Content starts
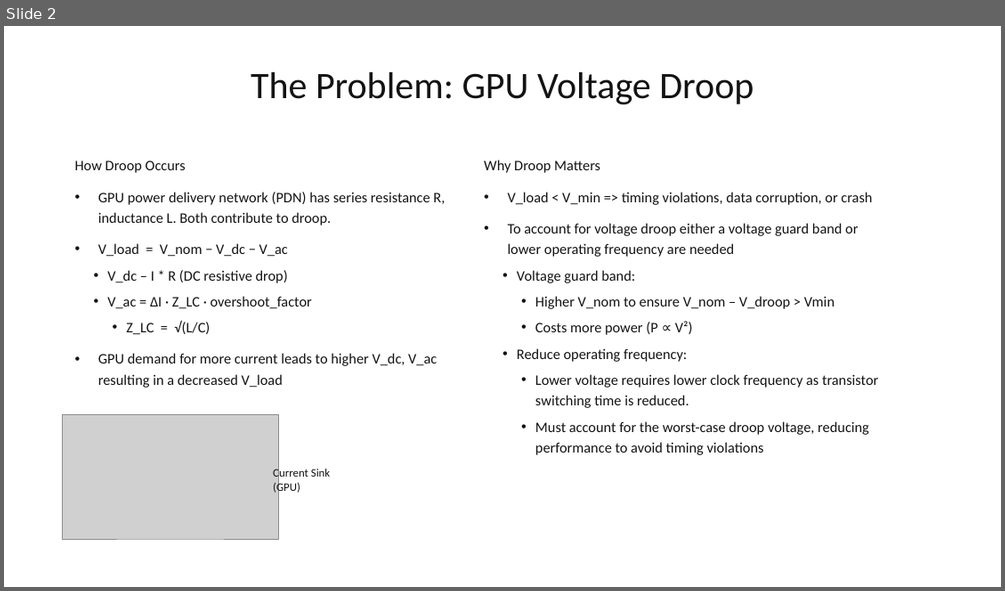
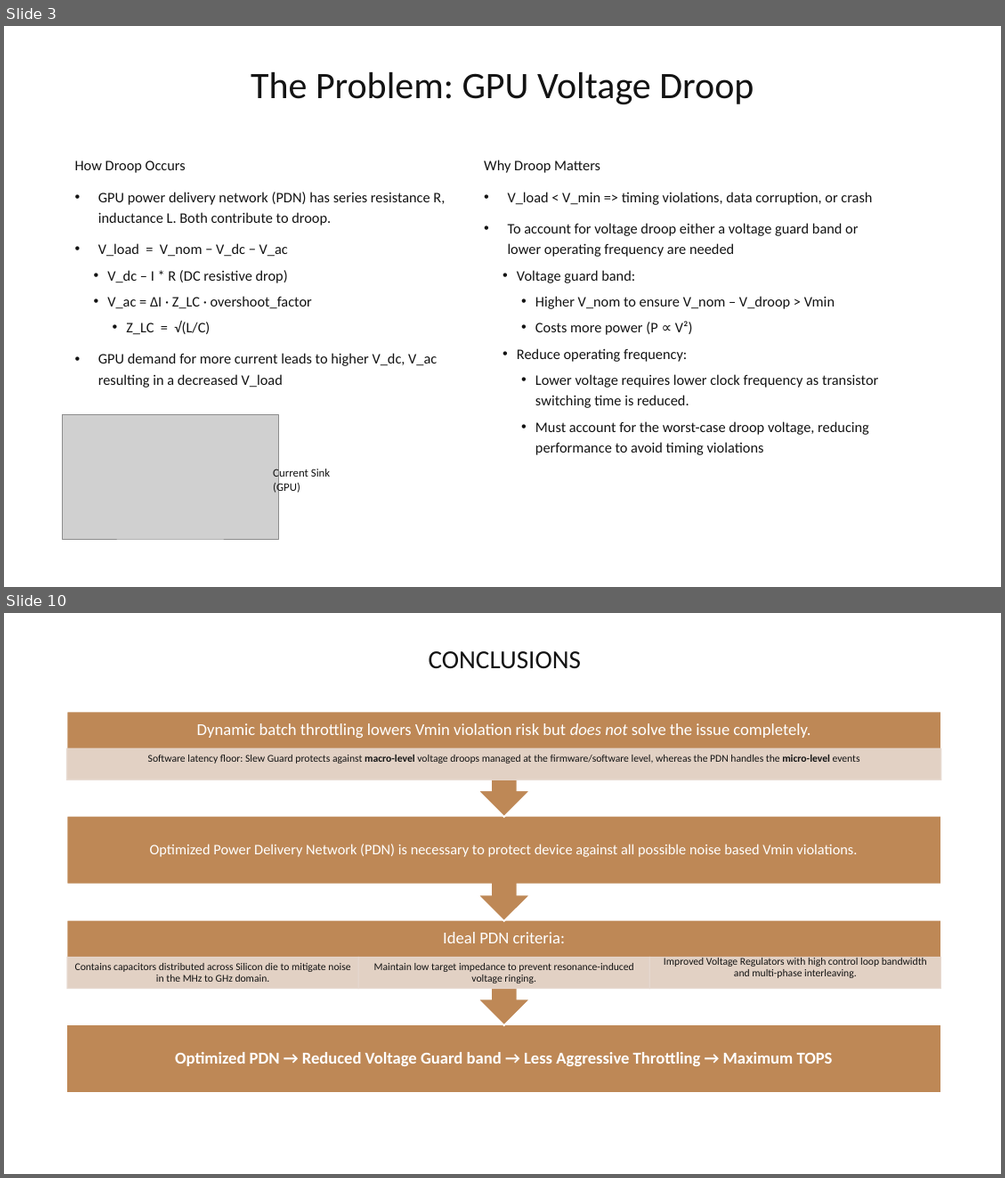
Before and after one commit to Jakub-Mroczek/SlewGuard, a slide deck: SlewGuard.pptx. Shown one above the other, each under a label of ours: slide 2 before the commit, slides 3 and 10 after it; the slides between them are not shown. The pictures are 1005x591 and 1005x1178 pixels, drawn with LibreOffice and Linux fonts; fonts in the diff are those of the drawing; grey boxes stand for pictures. Boxes give left, top, right and bottom in pixels: in the first picture for what was removed or moved away, otherwise in the second. Text is boxed around its words. In the diff, an @@ line names an element or a change of style, - is before the commit and + after.

Commit message:
update slides

```diff
--- a/SlewGuard.pptx
+++ b/SlewGuard.pptx
@@ slide 10 added at box(4, 613, 1001, 1174), background #FFFFFF @@
@@ title added at box(429, 651, 581, 669), 25 pt, text #131313 @@
+CONCLUSIONS
@@ group added at box(67, 712, 941, 1093): 8 texts, 5 rectangles, 3 up arrow callouts @@
+Optimized PDN → Reduced Voltage Guard band → Less Aggressive Throttling → Maximum TOPS
+Ideal PDN criteria:
+Contains capacitors distributed across Silicon die to mitigate noise in the MHz to GHz domain.
+Maintain low target impedance to prevent resonance-induced voltage ringing.
+Improved Voltage Regulators with high control loop bandwidth and multi-phase interleaving.
+Optimized Power Delivery Network (PDN) is necessary to protect device against all possible noise based Vmin violations.
+Dynamic batch throttling lowers Vmin violation risk but does not solve the issue completely.
+Software latency floor: Slew Guard protects against macro-level voltage droops managed at the firmware/software level, whereas the PDN handles the micro-level events
@@ what was slide 2 is now slide 3 @@
```
Also in this commit, not shown: 1 slide changed, 6 other slides added, 1 other file.
Content ends
The reply should consist of the listing restated word for word, with its pictures removed.

### SOLUTION
Before and after one commit to Jakub-Mroczek/SlewGuard, a slide deck: SlewGuard.pptx. Shown one above the other, each under a label of ours: slide 2 before the commit, slides 3 and 10 after it; the slides between them are not shown. The pictures are 1005x591 and 1005x1178 pixels, drawn with LibreOffice and Linux fonts; fonts in the diff are those of the drawing; grey boxes stand for pictures. Boxes give left, top, right and bottom in pixels: in the first picture for what was removed or moved away, otherwise in the second. Text is boxed around its words. In the diff, an @@ line names an element or a change of style, - is before the commit and + after.

Commit message:
update slides

```diff
--- a/SlewGuard.pptx
+++ b/SlewGuard.pptx
@@ slide 10 added at box(4, 613, 1001, 1174), background #FFFFFF @@
@@ title added at box(429, 651, 581, 669), 25 pt, text #131313 @@
+CONCLUSIONS
@@ group added at box(67, 712, 941, 1093): 8 texts, 5 rectangles, 3 up arrow callouts @@
+Optimized PDN → Reduced Voltage Guard band → Less Aggressive Throttling → Maximum TOPS
+Ideal PDN criteria:
+Contains capacitors distributed across Silicon die to mitigate noise in the MHz to GHz domain.
+Maintain low target impedance to prevent resonance-induced voltage ringing.
+Improved Voltage Regulators with high control loop bandwidth and multi-phase interleaving.
+Optimized Power Delivery Network (PDN) is necessary to protect device against all possible noise based Vmin violations.
+Dynamic batch throttling lowers Vmin violation risk but does not solve the issue completely.
+Software latency floor: Slew Guard protects against macro-level voltage droops managed at the firmware/software level, whereas the PDN handles the micro-level events
@@ what was slide 2 is now slide 3 @@
```
Also in this commit, not shown: 1 slide changed, 6 other slides added, 1 other file.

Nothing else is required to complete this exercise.